The following should be added to the existing text.

Validating a ReturnStatement node “return expr;” also succeeds if the return statement is not the function’s first one (in left-to-right AST order) and expr is a CallExpression node referring to a module-internal function that has the same argument vector as the calling function and that validates with actual return type tau where tau is the function’s formal return type.

luke
2015-03-24

Since before asm.js optimizations landed, we’ve had ‘standardize some form of goto’ on the wish list. What excites me about this proposal is it offers a pretty nice alternative where:

  • the basic compilation technique (as demonstrated in Bug 1133529) yields pretty good code
  • the same-signature requirement provides a fairly predictable, low-level building block that compilers of high-level languages with PTCs can use to build up general PTCs (using a heap stack ABI).
  • to do the type of global (intraprocedural) optimizations that would come naturally with goto, it should be possible to pick connected PTC callgraphs and merge them into a single compilation unit that can be compiled traditionally.
  • PTCs allow expressing even more exotic control flow than goto (like functions with multiple entry points), with the simple implementation fallback of “just compile as separate functions with jumps”.

Nice work! I’m interested to hear what others think.

azakai
2015-03-24

Very nice!

One thing I an unclear on: Should the spec say something about the number of arguments being the same? If the number of arguments isn’t the same, would it just silently not optimize it using a tail call, or would it fail to validate as asm.js (the latter seems more robust perhaps)?

luke
2015-03-24

I think the intended proposal (as well as the patch) issue a validation error if the signatures don’t match. Note that, since PTCs are not expressible in asm.js currently, this is backwards-compatible.

mnieper
2015-03-25

The intended proposal is in fact to issue a validation error if the signatures do not match. I forgot to add this restriction to 6.5.5 and corrected the initial post accordingly.

Silently not optimizing it using a tail call (in case of argument vectors not matching) would not be an option because ES6 demands tail call optimisation for proper tail calls.

mnieper
2015-03-25

In addition to the implementation work in Bug 1133529 on SpiderMonkey, I have two experimental modifications of the Emscripten code base.

In https://github.com/mnieper/emscripten/tree/emterpreter-ptc, emcc gets a flag -s PTC=1, which causes the emterpreter to employ proper tail calls instead of a huge while/switch.

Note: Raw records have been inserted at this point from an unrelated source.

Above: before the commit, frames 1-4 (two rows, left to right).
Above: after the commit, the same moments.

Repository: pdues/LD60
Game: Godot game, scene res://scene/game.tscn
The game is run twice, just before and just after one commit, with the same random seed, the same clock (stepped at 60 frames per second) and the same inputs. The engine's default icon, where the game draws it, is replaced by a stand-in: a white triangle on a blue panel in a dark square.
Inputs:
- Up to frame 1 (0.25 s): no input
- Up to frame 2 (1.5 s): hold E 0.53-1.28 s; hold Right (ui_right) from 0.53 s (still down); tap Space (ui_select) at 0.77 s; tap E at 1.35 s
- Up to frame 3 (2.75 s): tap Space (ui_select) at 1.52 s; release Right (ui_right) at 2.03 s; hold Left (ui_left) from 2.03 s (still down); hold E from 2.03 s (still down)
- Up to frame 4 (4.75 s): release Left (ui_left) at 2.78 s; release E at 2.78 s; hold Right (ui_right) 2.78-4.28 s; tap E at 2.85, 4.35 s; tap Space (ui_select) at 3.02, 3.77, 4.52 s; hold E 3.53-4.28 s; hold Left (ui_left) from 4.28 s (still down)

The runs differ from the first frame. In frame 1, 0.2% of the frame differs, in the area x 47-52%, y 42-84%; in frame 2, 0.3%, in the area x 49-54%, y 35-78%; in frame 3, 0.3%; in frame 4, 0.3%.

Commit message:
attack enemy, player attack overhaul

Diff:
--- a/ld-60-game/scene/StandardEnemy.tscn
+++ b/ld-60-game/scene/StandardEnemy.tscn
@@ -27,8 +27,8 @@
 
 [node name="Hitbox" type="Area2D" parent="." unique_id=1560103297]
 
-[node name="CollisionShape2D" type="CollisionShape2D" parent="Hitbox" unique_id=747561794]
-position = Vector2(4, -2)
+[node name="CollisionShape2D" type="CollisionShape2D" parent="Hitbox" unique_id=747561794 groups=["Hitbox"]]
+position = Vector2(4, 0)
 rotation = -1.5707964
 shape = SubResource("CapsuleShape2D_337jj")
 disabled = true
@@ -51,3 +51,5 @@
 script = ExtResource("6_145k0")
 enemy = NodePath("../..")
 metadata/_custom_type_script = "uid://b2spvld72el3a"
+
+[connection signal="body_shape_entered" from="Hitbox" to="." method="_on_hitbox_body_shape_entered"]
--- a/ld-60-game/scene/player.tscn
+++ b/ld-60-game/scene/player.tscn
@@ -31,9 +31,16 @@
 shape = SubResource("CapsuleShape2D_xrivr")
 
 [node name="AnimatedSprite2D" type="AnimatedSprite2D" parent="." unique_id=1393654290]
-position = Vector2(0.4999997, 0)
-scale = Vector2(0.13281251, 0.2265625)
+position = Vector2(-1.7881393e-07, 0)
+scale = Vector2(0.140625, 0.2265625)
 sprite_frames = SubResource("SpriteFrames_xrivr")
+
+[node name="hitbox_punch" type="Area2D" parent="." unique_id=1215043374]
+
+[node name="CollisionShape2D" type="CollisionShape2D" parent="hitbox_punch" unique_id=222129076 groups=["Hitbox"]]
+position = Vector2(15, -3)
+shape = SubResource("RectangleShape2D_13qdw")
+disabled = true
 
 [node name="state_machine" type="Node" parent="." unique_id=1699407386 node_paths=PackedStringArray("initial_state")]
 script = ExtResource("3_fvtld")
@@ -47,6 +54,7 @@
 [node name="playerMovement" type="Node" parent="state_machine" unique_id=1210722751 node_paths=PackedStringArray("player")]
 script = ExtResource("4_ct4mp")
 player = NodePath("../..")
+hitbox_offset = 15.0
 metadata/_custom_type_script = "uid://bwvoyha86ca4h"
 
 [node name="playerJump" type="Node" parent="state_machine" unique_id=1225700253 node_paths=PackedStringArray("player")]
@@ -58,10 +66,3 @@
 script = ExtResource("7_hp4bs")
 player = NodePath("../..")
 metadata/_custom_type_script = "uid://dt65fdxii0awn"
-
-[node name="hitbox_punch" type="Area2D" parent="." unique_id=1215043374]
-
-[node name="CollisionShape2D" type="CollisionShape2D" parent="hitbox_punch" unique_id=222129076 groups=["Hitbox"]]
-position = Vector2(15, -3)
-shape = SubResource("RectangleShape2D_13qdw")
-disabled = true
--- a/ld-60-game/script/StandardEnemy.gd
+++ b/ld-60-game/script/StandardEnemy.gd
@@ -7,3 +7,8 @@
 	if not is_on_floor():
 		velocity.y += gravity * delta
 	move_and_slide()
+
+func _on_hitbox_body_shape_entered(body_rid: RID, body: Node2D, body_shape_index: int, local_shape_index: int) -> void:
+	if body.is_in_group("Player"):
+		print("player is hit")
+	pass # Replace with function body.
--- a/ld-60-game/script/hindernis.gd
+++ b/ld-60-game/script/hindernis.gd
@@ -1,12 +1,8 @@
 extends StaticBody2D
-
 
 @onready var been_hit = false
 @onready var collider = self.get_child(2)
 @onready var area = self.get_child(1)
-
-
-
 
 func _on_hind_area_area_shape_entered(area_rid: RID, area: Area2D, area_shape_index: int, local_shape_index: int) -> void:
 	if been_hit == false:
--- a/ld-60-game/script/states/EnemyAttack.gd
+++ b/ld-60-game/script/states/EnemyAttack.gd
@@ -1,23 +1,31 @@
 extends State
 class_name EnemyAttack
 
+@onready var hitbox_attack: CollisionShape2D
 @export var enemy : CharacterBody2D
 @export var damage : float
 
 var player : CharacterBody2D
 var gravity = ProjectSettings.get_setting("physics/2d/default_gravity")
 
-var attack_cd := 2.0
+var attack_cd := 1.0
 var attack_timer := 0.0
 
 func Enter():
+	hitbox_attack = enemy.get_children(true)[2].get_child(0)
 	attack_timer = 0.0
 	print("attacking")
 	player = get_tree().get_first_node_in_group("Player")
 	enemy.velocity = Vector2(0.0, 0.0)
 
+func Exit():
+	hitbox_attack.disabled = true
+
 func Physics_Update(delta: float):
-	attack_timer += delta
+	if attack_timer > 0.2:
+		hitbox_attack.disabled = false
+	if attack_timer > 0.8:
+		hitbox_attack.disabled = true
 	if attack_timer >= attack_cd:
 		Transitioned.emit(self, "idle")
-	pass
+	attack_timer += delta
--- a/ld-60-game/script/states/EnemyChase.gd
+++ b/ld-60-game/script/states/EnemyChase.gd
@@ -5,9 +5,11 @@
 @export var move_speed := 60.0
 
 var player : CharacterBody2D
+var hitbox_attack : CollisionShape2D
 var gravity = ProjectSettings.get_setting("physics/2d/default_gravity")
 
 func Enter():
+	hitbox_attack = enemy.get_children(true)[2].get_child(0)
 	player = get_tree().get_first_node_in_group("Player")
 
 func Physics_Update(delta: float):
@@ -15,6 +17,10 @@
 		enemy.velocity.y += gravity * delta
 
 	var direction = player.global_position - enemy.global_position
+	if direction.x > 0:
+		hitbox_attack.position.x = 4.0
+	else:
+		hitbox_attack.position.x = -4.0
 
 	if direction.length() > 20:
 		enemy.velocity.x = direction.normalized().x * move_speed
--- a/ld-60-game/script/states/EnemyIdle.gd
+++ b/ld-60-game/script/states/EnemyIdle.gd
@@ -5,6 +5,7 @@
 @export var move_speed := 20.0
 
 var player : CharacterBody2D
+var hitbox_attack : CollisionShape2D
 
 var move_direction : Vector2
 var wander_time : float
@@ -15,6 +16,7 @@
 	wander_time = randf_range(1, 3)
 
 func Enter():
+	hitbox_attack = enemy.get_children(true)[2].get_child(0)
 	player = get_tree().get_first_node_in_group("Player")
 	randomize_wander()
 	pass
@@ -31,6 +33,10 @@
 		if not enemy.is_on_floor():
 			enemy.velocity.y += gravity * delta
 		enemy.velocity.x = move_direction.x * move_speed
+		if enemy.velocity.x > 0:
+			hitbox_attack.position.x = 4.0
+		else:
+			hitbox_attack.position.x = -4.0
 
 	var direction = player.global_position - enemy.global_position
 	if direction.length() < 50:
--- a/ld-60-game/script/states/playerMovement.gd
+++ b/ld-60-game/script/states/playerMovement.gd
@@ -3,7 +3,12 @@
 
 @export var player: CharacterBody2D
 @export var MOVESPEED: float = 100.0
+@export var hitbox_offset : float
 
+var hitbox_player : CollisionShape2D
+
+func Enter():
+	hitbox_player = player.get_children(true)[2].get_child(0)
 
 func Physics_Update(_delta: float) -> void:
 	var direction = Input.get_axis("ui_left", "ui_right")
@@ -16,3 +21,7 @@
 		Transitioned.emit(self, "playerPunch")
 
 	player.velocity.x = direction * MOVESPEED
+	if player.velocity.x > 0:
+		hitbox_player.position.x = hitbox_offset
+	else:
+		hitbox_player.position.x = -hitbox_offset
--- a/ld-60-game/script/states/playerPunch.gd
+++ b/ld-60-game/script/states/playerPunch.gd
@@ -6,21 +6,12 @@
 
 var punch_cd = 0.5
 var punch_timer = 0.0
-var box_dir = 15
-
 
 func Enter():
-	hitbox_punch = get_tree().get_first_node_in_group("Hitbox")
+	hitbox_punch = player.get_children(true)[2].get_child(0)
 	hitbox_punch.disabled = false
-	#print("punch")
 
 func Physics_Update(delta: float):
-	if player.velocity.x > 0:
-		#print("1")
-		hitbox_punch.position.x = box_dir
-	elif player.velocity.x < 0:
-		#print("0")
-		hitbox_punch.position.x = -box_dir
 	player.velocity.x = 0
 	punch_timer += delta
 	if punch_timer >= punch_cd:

In https://github.com/mnieper/emscripten-fastcomp/tree/incoming, the Emscripten llvm-backend emits proper tail calls when the musttail modifier is used.

abchatra
2015-03-31

I am not a fan of proper tail call in javascript as it can cause runtime overhead when the signatures don’t match. However I think it makes perfect sense for asm.js as you have validation restriction for matching signature. This is adapting pure goodness of tail calls.

luke
2015-04-21

I’m in favor of landing this extension in Firefox in bug 1133529. I don’t expect Emscripten would emit PTCs by default until PTCs were generally supported in JS engines. However, it would be useful to land in the interim for experimental purposes. Also, and especially if IE/Spartan supports it, a reasonable strategy Marc pointed out for performance-intensive use cases like the Emterpreter would be to attempt to use the PTC version (which Marc indicates has a 3-40% speedup), catch OverRecursed exceptions, and fall back on while-switch.